Pour moi, Jean-Jacques, outre un ami, est un symbole. Il était là en mars 89 quand j'ai débarqué au Coty, dans cet ambiance si particulière que j'essaie péniblement de retranscrire. Il attendait déjà depuis longtemps. C'est lui qui m'a permis de m'intégrer au groupe muco. C'est lui qui m'a fait découvrir les coins sympa et les restos valables.

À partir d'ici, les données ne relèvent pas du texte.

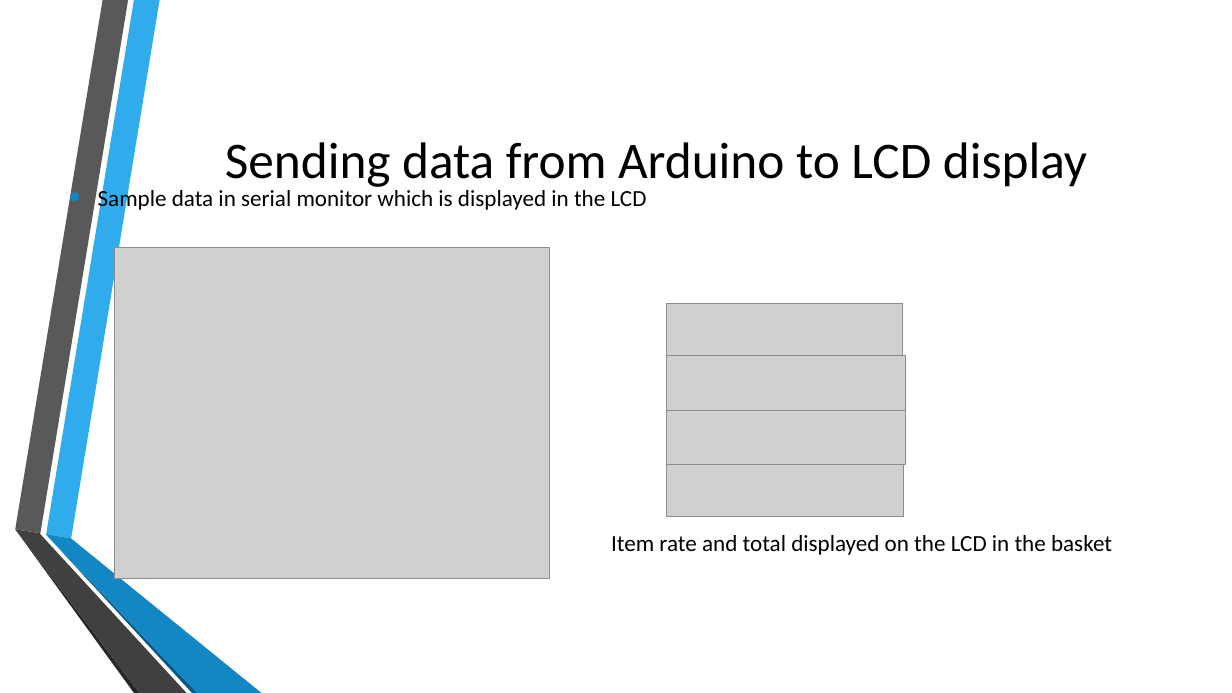
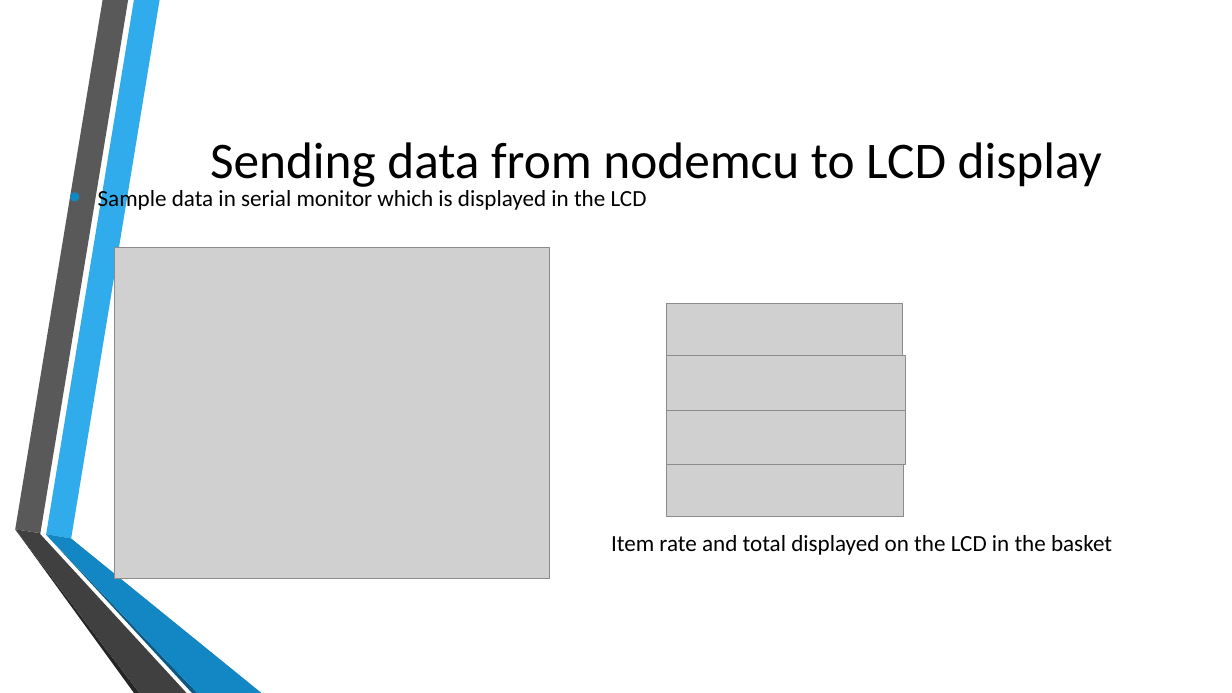
Before and after one commit to adithyarganesh/Quick-Basket, a slide deck: slide 12 of Reports/QB-Finalfinal final [Autosaved].pptx. Drawn at 1232x693 pixels with LibreOffice and Linux fonts; fonts in the diff are those of the drawing; grey boxes stand for pictures; background and template pictures are left out. Boxes give left, top, right and bottom in pixels: in the first picture for what was removed or moved away, otherwise in the second. Text is boxed around its words. In the diff, an @@ line names an element or a change of style, - is before the commit and + after.

```diff
--- a/Reports/QB-Finalfinal final [Autosaved].pptx
+++ b/Reports/QB-Finalfinal final [Autosaved].pptx
@@ title at box(210, 142, 1102, 187): text changed @@
-Sending data from Arduino to LCD display
+Sending data from nodemcu to LCD display
```
Also in this commit, not shown: 9 other slides changed, 4 slides added, 3 slides removed, 7 other files.

Jean-Jacques est un peu comme un grand frère pour moi. D'ailleurs, sa petite amie Laetitia me l'a dit ce matin encore. Que Jean-Jacques soit greffé, c'est comme si j'entrais dans le troisième millénaire. Il attendait depuis si longtemps avec moi. Il a été tant de fois déçu. ce soir, je suis dans un état indescriptible : bouffé par la joie et l'angoisse comme jamais. j'ai déjà connu plusieurs fois cette sensation, ce suspense qui ne prend fin que lorsque le malade sort de la salle d'opération, mais jamais le malade ne m'a été aussi proche. Bien sûr, la mort d'Eric Chabaud m'a peiné (et plus que je ne l'ai tout d'abord cru), mais si Jean-Jacques y restait je ne sais pas si je pourrais trouver la force de continuer.
Putain de Dieu, Jean-Jacques, accroche-toi !

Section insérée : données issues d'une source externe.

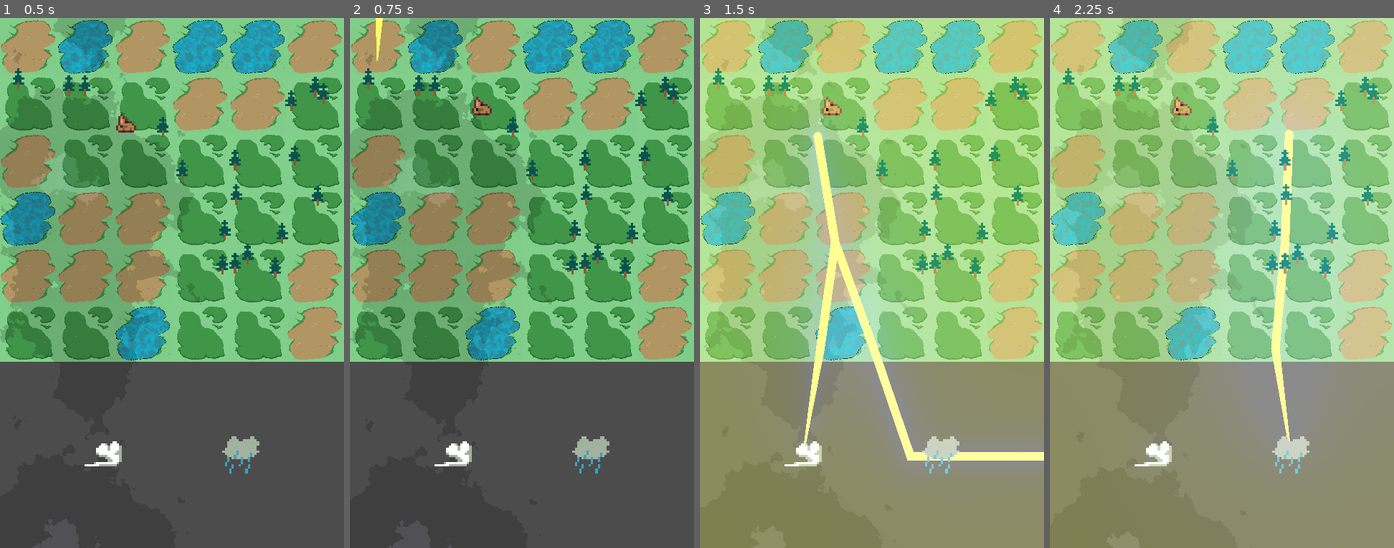
Above: before the commit, frames 1-4 (left to right).
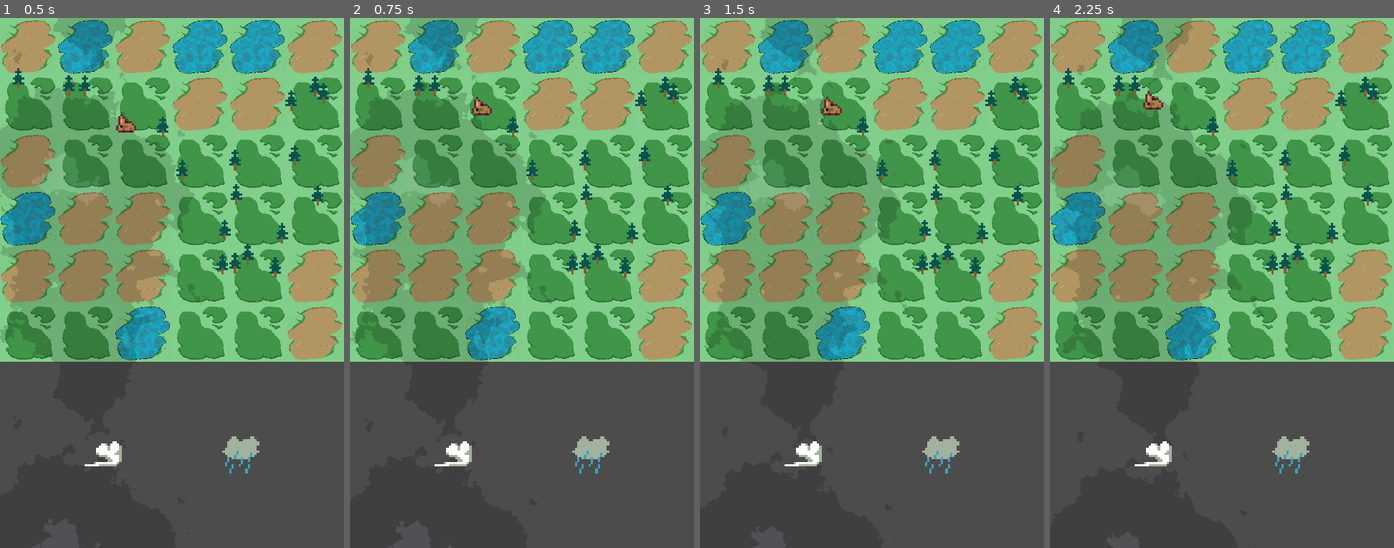
Above: after the commit, the same moments.

Repository: MrBSmith/Haven
Game: Godot game, scene res://Scenes/Garden/Garden.tscn
The game is run twice, just before and just after one commit, with the same random seed, the same clock (stepped at 60 frames per second) and the same inputs. The engine's default icon, where the game draws it, is replaced by a stand-in: a white triangle on a blue panel in a dark square.
Inputs (mouse positions are in pixels of both pictures, inside the frame that each line leads up to):
- Up to frame 1 (0.5 s): no input
- Up to frame 2 (0.75 s): tap Enter (ui_accept) at 0.5 s; move the mouse to (377, 60) at 0.52 s; press the mouse at (377, 60) at 0.53 s
- Up to frame 3 (1.5 s): tap Enter (ui_accept) at 0.77 s; move the mouse to (803, 452) at 1.27 s; release the mouse at (803, 452) at 1.28 s; click (803, 452) at 1.35 s
- Up to frame 4 (2.25 s): tap Enter (ui_accept) at 1.52 s; move the mouse to (1290, 452) at 2.02 s; press the mouse at (1290, 452) at 2.03 s

Frame 1 is identical in both runs. In frame 2, 0.1% of the frame differs, in the area x 7-10%, y 0-9%; in frame 3, 100%; in frame 4, 100%, in the area x 0-100%, y 0-100%.

Commit message:
correct lightning

Diff:
--- a/Autoloads/Globals.gd
+++ b/Autoloads/Globals.gd
@@ -58,11 +58,13 @@
 
 #### INPUT ####
 
-func _input(event: InputEvent):
-	if event.is_action_pressed("toggle_debug"):
+func _input(_event: InputEvent):
+	if Input.is_action_just_pressed("toggle_debug"):
 		toggle_debug_state()
-	if event.is_action_pressed("click"):
-		generate_thunder_debug(get_global_mouse_position())
+
+	# Lightning test onclick generation
+#	if Input.is_action_just_pressed("click"):
+#		generate_thunder_debug(get_global_mouse_position())
 
 
 #### DEBUG FUNCTIONS ####
--- a/Scenes/Animals/Animal.gd
+++ b/Scenes/Animals/Animal.gd
@@ -12,6 +12,8 @@
 export var view_radius : float = 12.0
 
 export var eating_time : float = 3.0
+
+export var debug : bool = false
 
 # Exepressed in turns
 var presence_time : int = 0
--- a/Scenes/Animals/TerrestrialAnimal/TerrestrialAnimal.gd
+++ b/Scenes/Animals/TerrestrialAnimal/TerrestrialAnimal.gd
@@ -49,7 +49,7 @@
 
 # Go there you dummie
 func _input(event : InputEvent):
-	if event.is_action_released("click"):
+	if event.is_action_released("click") && debug:
 		var mouse_pos = get_global_mouse_position()
 		move_to(mouse_pos)
 
--- a/Scenes/Garden/Animations.gd
+++ b/Scenes/Garden/Animations.gd
@@ -1,4 +1,4 @@
-extends YSort
+extends Node2D
 
 var lightning_scene = preload("res://Scenes/Projectile/Lightning.tscn")
 
--- a/Scenes/Garden/Garden.tscn
+++ b/Scenes/Garden/Garden.tscn
@@ -92,7 +92,7 @@
 [node name="Rabbit" parent="Grid/Animals" instance=ExtResource( 9 )]
 position = Vector2( 1136.47, 1214.64 )
 
-[node name="MeteoEffects" type="YSort" parent="Grid"]
+[node name="MeteoEffects" type="Node2D" parent="Grid"]
 script = ExtResource( 7 )
 __meta__ = {
 "_edit_lock_": true
--- a/Scenes/Projectile/LightingMainBranch.gd
+++ b/Scenes/Projectile/LightingMainBranch.gd
@@ -15,12 +15,14 @@
 func _setup():
 	randomize()
 
-	nb_strokes = int(rand_range(4, 5))
+	game_upscale = Globals.get_tile_upscale().x
+
+	nb_strokes_remaining = int(rand_range(4, 5))
+	total_nb_strokes = nb_strokes_remaining
+
 	compute_individal_values()
 
 	$LightingTrail.width = width / 2
-
-	motions[0].speed *= Globals.get_tile_upscale().x
 
 	new_branch_cooldown = Timer.new()
 	var _err = new_branch_cooldown.connect("timeout", self, "_on_new_branch_timeout")
@@ -33,15 +35,14 @@
 
 
 func move(delta: float) -> void:
-	var speed = motions[0].speed
-	var movement : Vector2 = speed * global_position.direction_to(path[0]) * delta
-	var projected_pos = global_position + movement
+	var speed = motions[0].speed * delta
+	var velocity : Vector2 = global_position.direction_to(path[0]) * speed
 
-	if global_position.distance_to(projected_pos) >= global_position.distance_to(path[0]):
+	if global_position.distance_to(path[0]) <= speed:
 		global_position = path.pop_front()
 		_on_path_point_reached()
 	else:
-		global_position = projected_pos
+		global_position += velocity
 
 
 #### LOGIC ####
@@ -58,11 +59,12 @@
 
 # Compute in advance the path of the main branch, so it is determinist
 func compute_path():
-	var dist = 30 * Globals.get_tile_upscale().x
+	var dist = 30 * game_upscale
 	var current_point = impact_point
 	path.push_front(current_point)
-	for i in nb_strokes - 1:
-		var dir = compute_rdm_direction(direction, 0.2)
+
+	for _i in range(nb_strokes_remaining - 1):
+		var dir = compute_rdm_direction(direction, 0.2, 0.3)
 		dir = reverse_direction(dir)
 		current_point += dir * dist
 		path.push_front(current_point)
@@ -78,7 +80,7 @@
 #### SIGNAL RESPONSES ####
 
 func _on_path_point_reached():
-	nb_strokes -= 1
+	nb_strokes_remaining -= 1
 
 	if path.empty():
 		direction = Vector2.ZERO
--- a/Scenes/Projectile/LightingMainBranch.tscn
+++ b/Scenes/Projectile/LightingMainBranch.tscn
@@ -7,7 +7,7 @@
 [sub_resource type="Resource" id=1]
 resource_local_to_scene = true
 script = ExtResource( 3 )
-speed = 900.0
+speed = 24800.0
 
 [node name="LightingMainBranch" instance=ExtResource( 1 )]
 script = ExtResource( 2 )
--- a/Scenes/Projectile/LightingProjectile.gd
+++ b/Scenes/Projectile/LightingProjectile.gd
@@ -1,16 +1,19 @@
 extends Projectile
 class_name LightningProjectile
 
-var width : float = 4.0 * Globals.get_tile_upscale().x
+var width : float = 2.5 * Globals.get_tile_upscale().x
 
 var stroke_average_duration : float
 var new_branch_cooldown_duration : float
 var new_branch_probability : float
 
-var nb_strokes : int = 0
+var nb_strokes_remaining : int = 0
+var total_nb_strokes : int = 0
 
 var stroke_timer : Timer
 var new_branch_cooldown : Timer
+
+var game_upscale : float = 1.0
 
 #### ACCESSORS ####
 
@@ -21,13 +24,17 @@
 	randomize()
 
 	compute_individal_values()
+	game_upscale = Globals.get_tile_upscale().x
 
-	if int(width) != 0:
-		nb_strokes = randi() % int(width) + 2
+	var divider = int(width / game_upscale) + 2
+	if divider != 0:
+		nb_strokes_remaining = randi() % divider
+	else:
+		nb_strokes_remaining = 3
+
+	total_nb_strokes = nb_strokes_remaining
 
 	$LightingTrail.width = width / 2
-	motions[0].speed *= Globals.get_tile_upscale().x
-
 
 	stroke_timer = Timer.new()
 	new_branch_cooldown = Timer.new()
@@ -50,8 +57,9 @@
 #### LOGIC ####
 
 func start_stroke():
+	nb_strokes_remaining -= 1
 	stroke_timer.start(compute_rdm_duration(stroke_average_duration, 0.2))
-	direction = compute_rdm_direction(direction, 0.3)
+	direction = compute_rdm_direction(direction, 0.2, 0.3)
 
 
 func start_new_branch_timer():
@@ -59,9 +67,9 @@
 
 
 func compute_individal_values():
-	stroke_average_duration = width / (motions[0].speed * 3)
-	new_branch_cooldown_duration = width / (motions[0].speed * 2)
-	new_branch_probability = width * 20
+	stroke_average_duration = width * game_upscale / (motions[0].speed * 3)
+	new_branch_cooldown_duration = width * game_upscale / (motions[0].speed * 3)
+	new_branch_probability = width / game_upscale * 20
 
 
 func compute_rdm_duration(duration: float, variance: float) -> float:
@@ -69,16 +77,16 @@
 
 
 # Compute a random decending angle
-func compute_rdm_direction(dir: Vector2, max_rdm_angle: float, added_angle := 0.0) -> Vector2:
+func compute_rdm_direction(dir: Vector2, min_rdm_angle := 0.2, max_rdm_angle := 0.8) -> Vector2:
 	var angle = dir.angle()
-	angle += added_angle + rand_range(-max_rdm_angle, max_rdm_angle)
-	angle = clamp(angle, 0, 3.15)
-	return Vector2(cos(angle), sin(angle))
+	var rdm_sign = sign(rand_range(-1.0, 1.0))
+	angle += rand_range(min_rdm_angle, max_rdm_angle) * rdm_sign
+	return Vector2(cos(angle), sin(angle)).normalized()
 
 
 # Generate a new branch
 func generate_new_branch():
-	var new_width = width - 1.0
+	var new_width = width - game_upscale
 
 	if new_width < 1.0:
 		return
@@ -86,8 +94,7 @@
 	var new_branch = Globals.lighting_branch.instance()
 	new_branch.width = new_width
 
-	var rdm_sign = sign(rand_range(-1.0, 1.0))
-	new_branch.direction = compute_rdm_direction(direction, 1.0, width / 3 * rdm_sign)
+	new_branch.direction = compute_rdm_direction(direction)
 
 	add_child(new_branch)
 
@@ -102,9 +109,7 @@
 #### SIGNAL RESPONSES ####
 
 func _on_stroke_timer_timeout():
-	nb_strokes -= 1
-
-	if nb_strokes > 0:
+	if nb_strokes_remaining > 0:
 		start_stroke()
 	else:
 		direction = Vector2.ZERO
@@ -113,8 +118,10 @@
 
 
 func _on_new_branch_timeout():
-	if nb_strokes <= 2:
+	if nb_strokes_remaining <= 1:
 		new_branch_cooldown.stop()
+		return
+	elif nb_strokes_remaining >= total_nb_strokes - 1:
 		return
 
 	var rng = rand_range(0.0, 100.0)
--- a/Scenes/Projectile/LightingProjectile.tscn
+++ b/Scenes/Projectile/LightingProjectile.tscn
@@ -7,7 +7,7 @@
 [sub_resource type="Resource" id=1]
 resource_local_to_scene = true
 script = ExtResource( 3 )
-speed = 900.0
+speed = 24800.0
 
 [node name="LightingProjectile" type="KinematicBody2D"]
 script = ExtResource( 1 )
@@ -20,7 +20,7 @@
 default_color = Color( 24, 24, 0.4, 1 )
 begin_cap_mode = 2
 antialiased = true
-trail_max_lenght = 35
+trail_max_lenght = 1
 
 [node name="SecondaryBranchWait" type="Timer" parent="."]
 wait_time = 0.01
--- a/Scenes/Projectile/Lightning.tscn
+++ b/Scenes/Projectile/Lightning.tscn
@@ -10,17 +10,19 @@
 
 [sub_resource type="ParticlesMaterial" id=3]
 emission_shape = 1
-emission_sphere_radius = 5.0
+emission_sphere_radius = 171.8
 flag_disable_z = true
 spread = 180.0
 gravity = Vector3( 0, -50, 0 )
+initial_velocity = 38.0
+initial_velocity_random = 0.2
 orbit_velocity = 0.0
 orbit_velocity_random = 0.0
-radial_accel = 25.0
+radial_accel = 40.0
 radial_accel_random = 0.26
-tangential_accel = 20.0
-scale = 2.0
-scale_random = 0.03
+tangential_accel = 40.0
+scale = 30.0
+scale_random = 0.17
 scale_curve = SubResource( 2 )
 color = Color( 3, 3, 0.4, 0.498039 )
 hue_variation = 0.3
@@ -34,8 +36,8 @@
 emitting = false
 amount = 10
 one_shot = true
-speed_scale = 1.97
-explosiveness = 0.61
+speed_scale = 1.9
+explosiveness = 0.78
 process_material = SubResource( 3 )
 
 [node name="Tween" type="Tween" parent="."]
Not shown: 2 places in Scenes/Plants/Trees/Tree.tscn that only renumber resources

T'as pas attendu deux ans pour crever comme un con !
J'ai confiance en toi. Tu es un vrai tank. Et un tank ça traverse tout !
11 h 54 : Noirclerc doit tailler dans le bifteck. Ah ! Si on s'en sort tous les deux, on fera la plus grande des mega fiestas de la décennie. A côté, le 14 juillet de Jean-Paul Goude aura l'air d'un défilé de majorettes à Pétaouchnock !
Mais, pour l'instant, c'est l'attente. l'attente qui ne prendra fin qu'à mon réveil (si je dors !).
L'oscillation est suspendue.
En tout cas une chose est sûre : ce soir, j'emmerde la mucoviscidose !!!